METABOLIC RESPONSES MEDIATED BY PHOSPHATE IN HERBASPIRILLUM SEROPEDICAE: CHEMOTAXIS, PHB SYNTHESIS AND ROOT COLONIZATION

GRILLO-PUERTAS, M.; VILLEGAS, J. M.; PANKIEVICZ, V.C.; TADRA-SFEIR, M.; MOTA, T.; BRUSAMARELLO-SANTOS, L.; PEDRAZA, R.O.; SOUZA, E.M.; RAPISARDA, V. A.

Salta

Congreso; Joint LV Annual SAIB Meeting and XIV PABMB Congress; 2019

SAIB

Polyphosphate (polyP) is a molecule that plays important roles in microbial metabolism. Environmental phosphate (Pi) modulates intracellular polyP levels in Herbaspirillum seropedicae, a plant growth promoting bacteria (PGPB) associated with important agricultural crops.

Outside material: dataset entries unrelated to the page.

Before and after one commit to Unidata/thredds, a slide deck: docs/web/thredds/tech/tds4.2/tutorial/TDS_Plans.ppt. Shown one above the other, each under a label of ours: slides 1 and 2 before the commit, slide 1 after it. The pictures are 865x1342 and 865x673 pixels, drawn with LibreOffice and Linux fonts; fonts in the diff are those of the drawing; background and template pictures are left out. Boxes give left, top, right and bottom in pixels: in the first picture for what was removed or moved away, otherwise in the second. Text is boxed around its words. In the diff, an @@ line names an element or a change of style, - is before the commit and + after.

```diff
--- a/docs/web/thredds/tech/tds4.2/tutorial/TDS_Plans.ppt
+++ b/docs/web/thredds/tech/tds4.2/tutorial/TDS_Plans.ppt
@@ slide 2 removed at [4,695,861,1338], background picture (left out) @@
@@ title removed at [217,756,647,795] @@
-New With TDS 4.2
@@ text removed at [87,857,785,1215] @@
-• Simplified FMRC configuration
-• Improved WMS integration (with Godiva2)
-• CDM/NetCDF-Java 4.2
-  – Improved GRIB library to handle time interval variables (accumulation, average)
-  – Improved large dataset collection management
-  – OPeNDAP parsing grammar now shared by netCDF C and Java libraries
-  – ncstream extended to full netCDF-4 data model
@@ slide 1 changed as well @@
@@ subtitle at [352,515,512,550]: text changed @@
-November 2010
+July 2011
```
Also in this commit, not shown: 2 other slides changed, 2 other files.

In low and high polyP accumulating conditions, RNA-seq transcriptional profile revealed several responses associated to energy production process, two component regulatory systems, and amino acid transport and metabolism, among others. The aim of the present work was to evaluate, in the differential polyP conditions, the molecular and phenotypical changes related to chemotaxis, polyhydroxybutyrate (PHB) synthesis and maize colonization. Assays were carried out in cells grown in high polyP condition (M+P, media containing 50 mM Pi,) or low polyP condition (M-P, with 5 mM Pi ). In M+P cells, most chemotaxis genes (tar, tsr, and che), and a wide range of flagella biosynthesis, assembly and structure genes, were up-regulated. As expected, SmR1 cells presented higher motility in M+P than those grown in M-P. Also, results showed that taxis of cells grown in M+P was significantly higher than that observed in M-P, being this difference greater in the presence of root exudates and phytohormones. Several genes related to biofilm development and colonization were down-regulated in the high polyP condition, which is in agreement with the lower biofilm formation capacity and endophytic maize root colonization observed in cells grown in this condition. Genes encoding enzymes related to PHB metabolism were up-regulated in cells grown in M+P, correlating with the higher PHB levels compared to those in cells grown in M-P. Present findings provide new insights about signals triggered by intracellular polyP that could be critical for H. seropedicae applications as PGPB.